Project aims to empower villagers

National

A VILLAGE in the Mendi-Munihu district of Southern Highlands has launched a smart village programme to improve living standards through self-reliance.
The concept was practised in the past and Kuma villagers in the Upper Mendi local level government are trying to revive it.
Mcyano Wapiyu, a former public servant and community leader who initiated the programme, said people were depending too much on others.
The project involves people working together on land to grow crops, vegetables and fruit.
“I saw that people were doing nothing and had no plans for the future so I came up with the concept to get them busy by farming the land,” Wapiyu said.
“This idea is to get a group of people helping one person farm the land for five hours a day. The next day another person is helped for five hours and so on.
“This is simple and ideas are shared and people will try their best to live a productive life.”
Wapiyu said if one person was farming the land, he would be bored and not finish the work, but when group of people work together it would be fun, faster and more work on the farm would be done in a short time.
“Our target is 2018 for cultivation, 2019 for planting and 2020 for harvesting. This will result in cash flow and people don’t have to resort to illegal activities,” he said.

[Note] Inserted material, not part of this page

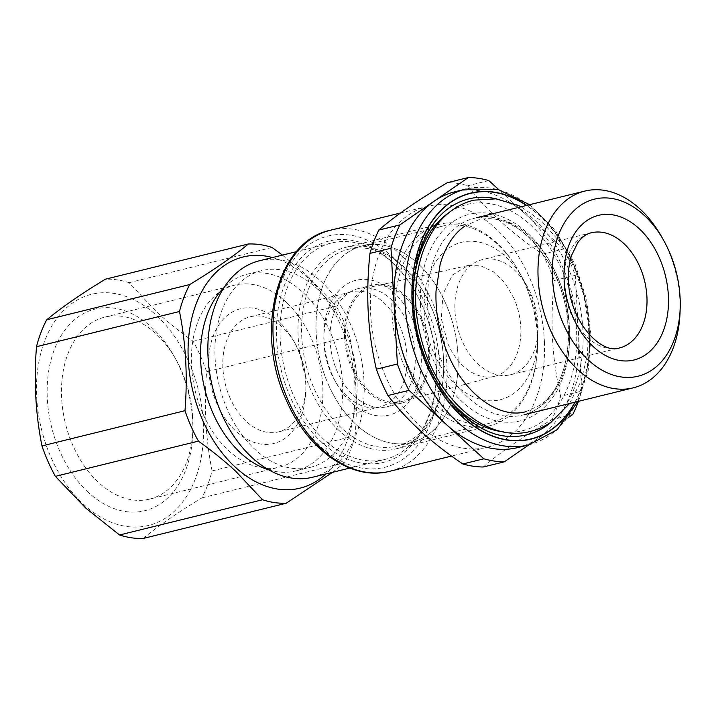 <?xml version="1.0" encoding="UTF-8"?>
<svg xmlns="http://www.w3.org/2000/svg" width="716" height="716" viewBox="0 0 716 716"><rect width="100%" height="100%" fill="white"/><g stroke="black" fill="none" stroke-linecap="round" stroke-linejoin="round"><path stroke-width="0.54" stroke-dasharray="3.58 2.69" d="M392.628 262.468A113.978 77.444 -103.8 0 1 415.745 292.746A113.978 77.444 -103.8 0 1 436.33 376.303A113.978 77.444 -103.8 0 1 320.177 440.868A113.978 77.444 -103.8 0 1 285.093 283.59A113.978 77.444 -103.8 0 1 392.628 262.468M393.63 264.007A111.445 75.726 -103.8 0 1 416.238 293.605A111.445 75.726 -103.8 0 1 422.717 306.6A111.445 75.726 -103.8 0 1 436.357 375.309A111.445 75.726 -103.8 0 1 384.859 459.439A111.445 75.726 -103.8 0 1 322.791 438.443A111.445 75.726 -103.8 0 1 293.694 395.85A111.445 75.726 -103.8 0 1 331.562 243.01A111.445 75.726 -103.8 0 1 393.63 264.007M537.179 333.298A103.847 70.562 76.2 0 0 518.751 271.319A103.847 70.562 76.2 0 0 497.683 243.735A103.847 70.562 76.2 0 0 439.848 224.171A103.847 70.562 76.2 0 0 392.171 316.723A103.847 70.562 76.2 0 0 431.676 406.276A103.847 70.562 76.2 0 0 489.511 425.841A103.847 70.562 76.2 0 0 537.492 347.448A103.847 70.562 76.2 0 0 537.179 333.298M337.836 429.385A103.847 70.562 76.2 0 0 395.671 448.95A103.847 70.562 76.2 0 0 443.66 370.557A103.847 70.562 76.2 0 0 430.951 306.538A103.847 70.562 76.2 0 0 424.91 294.428A103.847 70.562 76.2 0 0 403.842 266.844A103.847 70.562 76.2 0 0 346.007 247.28A103.847 70.562 76.2 0 0 310.726 389.701A103.847 70.562 76.2 0 0 337.836 429.385M455.063 312.453A59.267 40.275 76.2 0 0 510.615 374.736A59.267 40.275 76.2 0 0 538.002 329.995A59.267 40.275 76.2 0 0 537.823 321.914A59.267 40.275 76.2 0 0 527.298 286.543A59.267 40.275 76.2 0 0 482.271 259.639A59.267 40.275 76.2 0 0 455.063 312.453M483.318 466.993C499.634 452.807 522.456 437.02 551.776 419.639A144.372 98.092 76.2 0 0 560.655 396.306C556.583 378.603 553.942 360.721 552.734 342.66C551.481 322.576 551.991 301.866 554.256 280.52A144.372 98.092 76.2 0 0 548.877 267.041A144.372 98.092 76.2 0 0 542.639 254.171C511.179 232.96 486.227 210.146 467.781 185.73A144.372 98.092 76.2 0 0 447.285 182.714M544.428 342.427A124.11 84.327 76.2 0 0 529.303 277.092A124.11 84.327 76.2 0 0 427.783 206.271A124.11 84.327 76.2 0 0 370.494 311.147A124.11 84.327 76.2 0 0 385.62 376.482A124.11 84.327 76.2 0 0 487.14 447.294A124.11 84.327 76.2 0 0 544.428 342.427M488.813 180.557L467.781 185.73M572.809 414.457L551.776 419.639M578.421 401.345A144.372 98.092 -103.8 0 0 581.687 391.133L560.655 396.306M542.639 254.171L563.662 248.989A144.372 98.092 -103.8 0 1 569.909 261.868A144.372 98.092 -103.8 0 1 575.288 275.338L554.256 280.52M563.662 248.989L498.631 189.534M581.687 391.133L575.288 275.338M528.882 444.842L568.182 417.661M517.829 447.563A131.708 89.491 76.2 0 0 538.584 438.138A131.708 89.491 76.2 0 0 578.483 333.235A131.708 89.491 76.2 0 0 562.579 266.934A131.708 89.491 76.2 0 0 526.233 214.773A131.708 89.491 76.2 0 0 454.839 191.781M680.084 311.353A101.314 68.834 76.2 0 0 667.688 248.891A101.314 68.834 76.2 0 0 661.799 237.077M286.937 302.77A93.715 63.679 76.2 0 0 234.741 285.111A93.715 63.679 76.2 0 0 191.512 353.901A93.715 63.679 76.2 0 0 227.366 449.451A93.715 63.679 76.2 0 0 279.562 467.109A93.715 63.679 76.2 0 0 322.791 398.32A93.715 63.679 76.2 0 0 286.937 302.77M149.635 499.106A93.715 63.679 -103.8 0 0 192.935 428.356A93.715 63.679 -103.8 0 0 176.02 359.656A93.715 63.679 -103.8 0 0 157.01 334.766A93.715 63.679 76.2 0 0 104.813 317.107A93.715 63.679 76.2 0 0 61.585 385.897A93.715 63.679 76.2 0 0 97.439 481.447A93.715 63.679 -103.8 0 0 149.635 499.106L279.562 467.109M143.191 538.459C158.191 526.063 177.738 512.54 201.84 497.897A131.708 89.491 76.2 0 0 212.088 470.94C205.716 438.998 203.881 405.927 206.611 371.747A131.708 89.491 76.2 0 0 200.534 356.094A131.708 89.491 76.2 0 0 193.186 341.308C179.358 331.445 166.926 321.403 155.891 311.174L129.059 282.677A131.708 89.491 76.2 0 0 105.386 279.195M154.28 313.474A119.044 80.89 76.2 0 0 43.828 343.25A119.044 80.89 76.2 0 0 85.723 506.302A119.044 80.89 76.2 0 0 196.184 476.516A119.044 80.89 76.2 0 0 154.28 313.474M272.071 247.459L129.059 282.677M212.088 470.94L355.109 435.722A131.708 89.491 -103.8 0 1 344.861 462.679L201.84 497.897M282.444 255.102L305.741 274.273L336.207 306.09A131.708 89.491 -103.8 0 1 343.546 320.875A131.708 89.491 -103.8 0 1 349.623 336.529L206.611 371.747M355.109 435.722C357.839 401.533 356.004 368.471 349.623 336.529M336.207 306.09L193.186 341.308M332.573 472.318L344.861 462.679M272.554 257.545A119.044 80.89 -103.8 0 1 305.866 276.143A119.044 80.89 -103.8 0 1 325.852 473.974M87.003 491.158A103.847 70.562 76.2 0 0 192.828 432.33A103.847 70.562 76.2 0 0 174.078 356.192A103.847 70.562 76.2 0 0 153.009 328.617A103.847 70.562 76.2 0 0 55.034 347.851A103.847 70.562 76.2 0 0 87.003 491.158M318.226 289.712A101.314 68.834 76.2 0 0 261.796 270.621A101.314 68.834 76.2 0 0 215.06 344.996A101.314 68.834 76.2 0 0 253.822 448.288A101.314 68.834 76.2 0 0 310.252 467.378A101.314 68.834 76.2 0 0 356.989 393.012A101.314 68.834 76.2 0 0 318.226 289.712M268.742 469.857A101.314 68.834 76.2 0 0 295.815 470.931A101.314 68.834 76.2 0 0 342.552 396.566A101.314 68.834 76.2 0 0 303.79 293.265A101.314 68.834 76.2 0 0 247.36 274.174A101.314 68.834 76.2 0 0 223.884 287.707M312.677 477.214A111.445 75.726 76.2 0 0 350.536 324.375A111.445 75.726 76.2 0 0 321.448 281.782A111.445 75.726 76.2 0 0 259.38 260.785M332.457 256.552A101.314 68.834 76.2 0 0 314.002 388.242A101.314 68.834 76.2 0 0 396.87 446.05A101.314 68.834 76.2 0 0 412.837 438.792A101.314 68.834 76.2 0 0 443.687 369.563A101.314 68.834 76.2 0 0 431.292 307.101A101.314 68.834 76.2 0 0 425.394 295.287A101.314 68.834 76.2 0 0 348.423 249.293A101.314 68.834 76.2 0 0 332.457 256.552M412.819 319.882A69.398 47.158 76.2 0 0 359.155 279.679A69.398 47.158 76.2 0 0 323.981 332.671A69.398 47.158 76.2 0 0 332.475 375.461A69.398 47.158 76.2 0 0 336.511 383.552A69.398 47.158 76.2 0 0 402.804 408.093A69.398 47.158 76.2 0 0 412.819 319.882M399.734 325.717A59.267 40.275 76.2 0 0 351.252 291.895A59.267 40.275 76.2 0 0 323.865 336.636A59.267 40.275 76.2 0 0 331.114 373.179A59.267 40.275 76.2 0 0 334.569 380.089A59.267 40.275 76.2 0 0 379.596 407.001A59.267 40.275 76.2 0 0 399.734 325.717M297.328 348.325A69.398 47.158 76.2 0 0 293.291 340.234A69.398 47.158 76.2 0 0 226.999 315.693A69.398 47.158 76.2 0 0 216.984 403.905A69.398 47.158 76.2 0 0 270.648 444.108A69.398 47.158 76.2 0 0 305.813 391.106A69.398 47.158 76.2 0 0 297.328 348.325M230.06 398.069A59.267 40.275 -103.8 0 1 250.197 316.785A59.267 40.275 -103.8 0 1 295.234 343.689A59.267 40.275 -103.8 0 1 298.679 350.598A59.267 40.275 -103.8 0 1 305.929 387.141A59.267 40.275 -103.8 0 1 278.542 431.882A59.267 40.275 -103.8 0 1 230.06 398.069M346.893 252.99A101.314 68.834 -103.8 0 1 362.86 245.74A101.314 68.834 -103.8 0 1 450.328 315.371A101.314 68.834 -103.8 0 1 427.273 435.239A101.314 68.834 -103.8 0 1 411.306 442.497A101.314 68.834 -103.8 0 1 323.829 372.857A101.314 68.834 -103.8 0 1 346.893 252.99M411.199 398.794A60.788 41.304 -103.8 0 1 401.613 403.144A60.788 41.304 -103.8 0 1 349.131 361.365A60.788 41.304 -103.8 0 1 362.967 289.443A60.788 41.304 -103.8 0 1 372.544 285.093A60.788 41.304 -103.8 0 1 425.036 326.872A60.788 41.304 -103.8 0 1 411.199 398.794M396.762 402.347A60.788 41.304 -103.8 0 1 387.177 406.697A60.788 41.304 -103.8 0 1 334.694 364.918A60.788 41.304 -103.8 0 1 348.531 292.996A60.788 41.304 -103.8 0 1 358.107 288.646A60.788 41.304 -103.8 0 1 410.599 330.425A60.788 41.304 -103.8 0 1 396.762 402.347M328.438 384.68A101.314 68.834 76.2 0 0 411.306 442.497A101.314 68.834 76.2 0 0 445.728 303.548A101.314 68.834 76.2 0 0 362.86 245.74A101.314 68.834 76.2 0 0 328.438 384.68M352.773 367.845A59.267 40.275 76.2 0 0 401.882 401.506A59.267 40.275 76.2 0 0 421.393 320.383A59.267 40.275 76.2 0 0 373.546 286.418A59.267 40.275 76.2 0 0 352.773 367.845M513.9 298.196L504.941 283.017L493.467 271.82L480.678 265.788L467.906 265.546L452.476 275.025L442.962 294.061L441.333 318.701L447.939 343.823A56.976 38.709 76.2 0 0 495.15 376.168A56.976 38.709 76.2 0 0 513.9 298.196M407.834 365.133A101.314 68.834 76.2 0 0 490.711 422.941A101.314 68.834 76.2 0 0 537.528 346.455A101.314 68.834 76.2 0 0 525.132 283.992A101.314 68.834 76.2 0 0 519.234 272.187A101.314 68.834 76.2 0 0 442.255 226.184A101.314 68.834 76.2 0 0 407.834 365.133M434.003 353.462A81.051 55.069 76.2 0 0 496.68 400.414A81.051 55.069 76.2 0 0 537.752 338.525A81.051 55.069 76.2 0 0 527.835 288.557A81.051 55.069 76.2 0 0 523.119 279.106A81.051 55.069 76.2 0 0 445.701 250.448A81.051 55.069 76.2 0 0 434.003 353.462M503.643 431.918A116.511 79.163 76.2 0 0 576.64 332.224A116.511 79.163 76.2 0 0 531.576 225.934A116.511 79.163 76.2 0 0 449.55 212.231M414.099 280.609A116.511 79.163 76.2 0 0 413.356 302.859A116.511 79.163 76.2 0 0 440.501 387.821M551.794 421.626A121.478 82.537 76.2 0 0 583.003 332.135A121.478 82.537 76.2 0 0 496.967 198.985M454.213 204.731A121.478 82.537 76.2 0 0 412.765 301.525A121.478 82.537 76.2 0 0 511.26 436.393C461.739 436.411 413.177 369.295 411.897 302.17C409.964 259.156 426.476 220.116 454.213 204.731M574.903 402.213A126.446 85.911 76.2 0 0 589.366 332.054A126.446 85.911 76.2 0 0 526.448 205.456M528.659 444.905A131.708 89.491 76.2 0 0 573.4 264.276A131.708 89.491 76.2 0 0 465.668 189.114M575.127 402.15A126.642 86.045 76.2 0 0 574.08 265.412A126.642 86.045 76.2 0 0 526.672 205.394M427.613 303.888A101.314 68.834 76.2 0 0 522.832 415.029A101.314 68.834 76.2 0 0 569.596 329.423A101.314 68.834 76.2 0 0 474.377 218.273A101.314 68.834 76.2 0 0 427.613 303.888M420.453 304.139A106.38 72.28 76.2 0 0 498.989 421.411A106.38 72.28 76.2 0 0 569.542 330.944A106.38 72.28 76.2 0 0 490.997 213.672A106.38 72.28 76.2 0 0 420.453 304.139M425.313 304.005A119.044 80.89 76.2 0 0 309.178 244.604A119.044 80.89 76.2 0 0 287.492 399.34A119.044 80.89 76.2 0 0 403.627 458.741A119.044 80.89 76.2 0 0 425.313 304.005M330.336 230.266A124.11 84.327 -103.8 0 1 431.855 301.087A124.11 84.327 -103.8 0 1 389.692 471.298M510.615 374.736L619.608 347.895A59.267 40.275 -103.8 0 1 564.056 285.612A59.267 40.275 -103.8 0 1 591.264 232.798L482.271 259.639M416.238 293.605L415.745 292.746M436.357 375.309L436.33 376.303M395.671 448.95L489.511 425.841M346.007 247.28L439.848 224.171M538.002 329.995L537.492 347.448M527.298 286.543L518.751 271.319M578.027 401.434L588.14 370.664L591.058 335.715L586.583 299.288L575.109 264.258L555.195 230.257L529.58 204.686M476.543 217.745L474.377 218.273C514.231 205.152 567.484 265.591 568.083 330.255C570.222 373.421 549.915 409.275 522.832 415.029L524.998 414.501M427.783 206.271L400.557 212.974M487.14 447.294L451.554 456.056M104.813 317.107L234.741 285.111M176.02 359.656L174.078 356.192M192.935 428.356L192.828 432.33M247.36 274.174L261.796 270.621M295.815 470.931L310.252 467.378M349.82 468.067L384.859 459.439M296.522 251.638L331.562 243.01M425.394 295.287L424.91 294.428M443.687 369.563L443.66 370.557M323.865 336.636L323.981 332.671M334.569 380.089L336.511 383.552M351.252 291.895L250.197 316.785M379.596 407.001L278.542 431.882M295.234 343.689L293.291 340.234M305.929 387.141L305.813 391.106M442.255 226.184L348.423 249.293M490.711 422.941L396.87 446.05M401.613 403.144L387.177 406.697M372.544 285.093L358.107 288.646M467.906 265.546L373.546 286.418M495.15 376.168L401.882 401.506M537.752 338.525L537.528 346.455M523.119 279.106L519.234 272.187M464.773 226.14L478.592 219.848C496.43 215.561 514.715 222.774 533.447 241.507L549.682 263.712C556.028 274.881 560.843 287 564.127 300.067C575.771 343.814 563.385 390.381 539.658 405.39L525.83 411.682M569.56 403.529L581.159 380.948L587.55 354.313L588.462 325.279L583.907 295.645L574.187 267.283L559.894 241.999L541.869 221.378L521.105 206.772"/><path stroke-width="1.07" d="M376.356 369.188A144.372 98.092 76.2 0 0 381.726 382.666A144.372 98.092 76.2 0 0 387.974 395.536L409.006 390.363A144.372 98.092 -103.8 0 1 402.759 377.484A144.372 98.092 -103.8 0 1 397.38 364.014L376.356 369.188C371.819 349.524 369.071 329.611 368.096 309.455C367.308 291.296 367.926 272.608 369.957 253.401A144.372 98.092 76.2 0 1 378.827 230.069C395.142 215.892 417.965 200.104 447.285 182.714L468.318 177.541A144.372 98.092 -103.8 0 1 488.813 180.557L498.631 189.534M462.831 463.977A144.372 98.092 76.2 0 0 483.318 466.993L504.35 461.811A144.372 98.092 -103.8 0 1 483.855 458.795L462.831 463.977C431.372 442.765 406.42 419.952 387.974 395.536M578.421 401.345A144.372 98.092 -103.8 0 1 572.809 414.457L568.182 417.661M369.957 253.401L390.981 248.219A144.372 98.092 -103.8 0 1 399.859 224.896L378.827 230.069M468.318 177.541L399.859 224.896M504.35 461.811L528.882 444.842M409.006 390.363L483.855 458.795M390.981 248.219L397.38 364.014M529.58 204.686L497.826 189.328L465.668 189.114L454.839 191.781A131.708 89.491 76.2 0 0 434.084 201.214A131.708 89.491 76.2 0 0 394.185 306.117A131.708 89.491 76.2 0 0 410.089 372.41A131.708 89.491 76.2 0 0 446.426 424.579A131.708 89.491 76.2 0 0 517.829 447.563L528.659 444.905L557.039 429.779L578.027 401.434M663.741 240.54L661.799 237.077A101.314 68.834 76.2 0 0 584.82 191.083A101.314 68.834 76.2 0 0 550.398 330.022A101.314 68.834 76.2 0 0 633.266 387.839A101.314 68.834 76.2 0 0 680.084 311.353L680.2 307.388A91.183 61.952 76.2 0 0 669.048 251.173A91.183 61.952 76.2 0 0 663.741 240.54A91.183 61.952 76.2 0 0 576.64 208.302A91.183 61.952 76.2 0 0 563.483 324.187A91.183 61.952 76.2 0 0 633.991 377.01A91.183 61.952 76.2 0 0 680.2 307.388M282.444 255.102L272.071 247.459A131.708 89.491 -103.8 0 0 248.398 243.977L105.386 279.195C81.284 293.846 61.728 307.361 46.737 319.766A131.708 89.491 76.2 0 0 36.489 346.714C33.759 380.903 35.585 413.973 41.967 445.916A131.708 89.491 76.2 0 0 48.044 461.569A131.708 89.491 76.2 0 0 55.392 476.346L198.404 441.128A131.708 89.491 -103.8 0 1 191.065 426.351A131.708 89.491 -103.8 0 1 184.988 410.698L41.967 445.916M119.518 534.977L262.539 499.759A131.708 89.491 -103.8 0 0 286.212 503.241L143.191 538.459A131.708 89.491 76.2 0 1 119.518 534.977L85.857 508.163L55.392 476.346M36.489 346.714L179.501 311.496A131.708 89.491 -103.8 0 1 189.758 284.547L46.737 319.766M198.404 441.128C212.24 450.99 224.672 461.041 235.707 471.262L262.539 499.759M286.212 503.241L332.573 472.318M179.501 311.496C185.883 343.447 187.708 376.509 184.988 410.698M248.398 243.977C233.407 256.382 213.86 269.905 189.758 284.547M325.852 473.974A119.044 80.89 -103.8 0 1 237.309 468.971A119.044 80.89 -103.8 0 1 190.017 327.015A119.044 80.89 -103.8 0 1 272.554 257.545M223.884 287.707A101.314 68.834 76.2 0 0 239.386 451.841A101.314 68.834 76.2 0 0 268.742 469.857M296.522 251.638L259.38 260.785A111.445 75.726 76.2 0 0 221.513 413.624A111.445 75.726 76.2 0 0 250.609 456.217A111.445 75.726 76.2 0 0 312.677 477.214L349.82 468.067M449.55 212.231A116.511 79.163 76.2 0 0 414.099 280.609M496.967 198.985A121.478 82.537 76.2 0 0 454.213 204.731C428.499 218.729 411.593 257.277 413.624 300.881C414.618 369.322 465.132 437.279 511.26 436.393A121.478 82.537 76.2 0 0 551.794 421.626M440.501 387.821A116.511 79.163 76.2 0 0 503.643 431.918M526.448 205.456A126.446 85.911 76.2 0 0 412.174 300.192A126.446 85.911 76.2 0 0 477.608 428.428A126.446 85.911 76.2 0 0 574.903 402.213M465.668 189.114A131.708 89.491 76.2 0 0 420.918 369.751A131.708 89.491 76.2 0 0 528.659 444.905M526.672 205.394A126.642 86.045 76.2 0 0 429.117 225.397A126.642 86.045 76.2 0 0 427.461 366.834A126.642 86.045 76.2 0 0 575.127 402.15M451.554 456.056L389.692 471.298A124.11 84.327 -103.8 0 1 288.172 400.477A124.11 84.327 -103.8 0 1 330.336 230.266L400.557 212.974M591.264 232.798A59.267 40.275 -103.8 0 1 646.817 295.073A59.267 40.275 -103.8 0 1 619.608 347.895C601.512 354.921 570.455 322.057 568.602 283.312C567.922 273.011 568.889 263.757 571.502 255.549L577.722 242.742C582.108 237.014 586.628 233.702 591.264 232.798M668.252 293.623A74.464 50.594 76.2 0 0 611.008 214.612A74.464 50.594 76.2 0 0 564.271 281.737A74.464 50.594 76.2 0 0 621.524 360.748A74.464 50.594 76.2 0 0 668.252 293.623M476.543 217.745L584.82 191.083M524.998 414.501L633.266 387.839M389.692 471.298C351.959 481.376 307.647 450.104 286.472 400.495C254.216 331.902 276.197 241.194 330.336 230.266M521.105 206.772L518.214 205.349L495.928 198.851L473.75 200.167C466.429 201.984 459.591 205.089 453.246 209.475C420.373 231.501 407.52 286.409 420.775 336.896C434.979 397.291 485.582 443.526 530.681 431.363C538.002 429.546 544.831 426.441 551.186 422.055L569.56 403.529M525.83 411.682C501.406 418.878 467.109 397.058 449.388 357.382C439.749 336.055 435.292 313.975 436.017 291.161L440.197 264.025C445.477 246.438 453.667 233.81 464.773 226.14"/></g></svg>
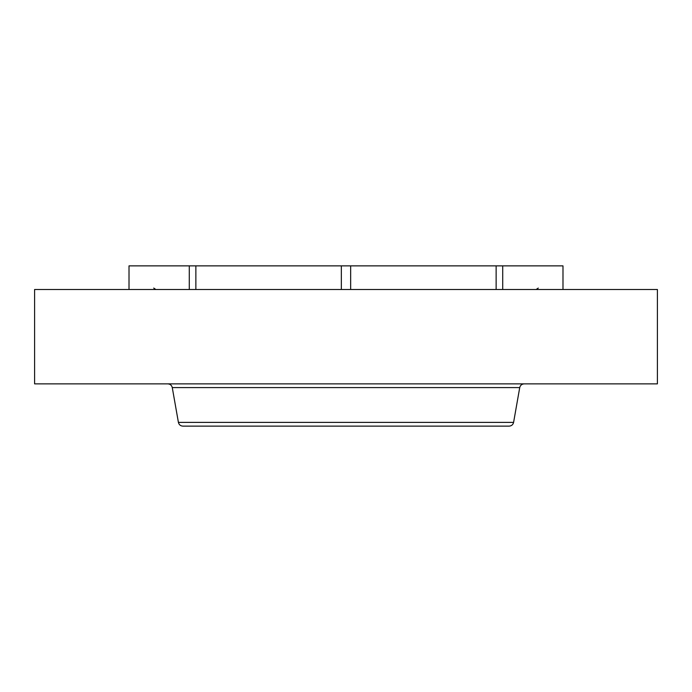 <?xml version="1.0" encoding="UTF-8"?>
<svg xmlns="http://www.w3.org/2000/svg" width="692" height="692" viewBox="0 0 692 692"><rect width="100%" height="100%" fill="white"/><g stroke="black" fill="none" stroke-linecap="round" stroke-linejoin="round"><path stroke-width="1.04" d="M502.721 289.498L502.721 265.866L562.985 265.866L562.985 289.498M129.015 289.498L129.015 265.866L502.721 265.866M189.279 289.498L189.279 265.866M341.346 289.498L341.346 265.866M195.862 289.498L195.862 265.866M350.654 289.498L350.654 265.866M496.138 289.498L496.138 265.866M34.6 289.498L657.4 289.498L657.4 383.861L34.6 383.861L34.6 289.498M513.594 422.388L178.406 422.388C178.994 424.715 180.482 425.961 182.87 426.134L509.13 426.134C511.518 425.961 513.006 424.715 513.594 422.388L519.727 387.598C520.306 385.28 521.794 384.034 524.181 383.861M227.746 426.134L480.75 426.134M178.406 422.388L172.273 387.598L519.727 387.598M172.273 387.598C171.694 385.28 170.206 384.034 167.819 383.861M538.289 288.071L536.136 289.498M153.71 288.071L155.864 289.498"/></g></svg>

He said they were targeting youth who were not doing anything
Wapiyu said people would be able to buy roofing iron and live in better houses.
He promised to buy a portable sawmill for the community so that they could cut timber to build houses.
“We have the improved Mendi-Tambul road that runs through our village and soon electricity will come in. We need to change. Change will come when we combine to help one another in farming the land,” Wapiyu said.
Acting provincial administrator Thomas Eluh thanked Wapiyu, saying the concept was very useful.
He said people need to work hard for a decent living than rely on handouts.
Eluh said many youths were leaving their villages for towns and cities and looking for money without realising that money was in the village.
“Agriculture will be my priority and some small portion of money put aside for education, health, road and bridge infrastructure will be diverted to agriculture,” he said.
“I want people who are doing nothing to return to their land.”
He encouraged educated elites and community leaders to teach youths to be self-reliant.
“As leaders they must teach youths to be self-reliant like what Wapiyu did to his youths in the village.”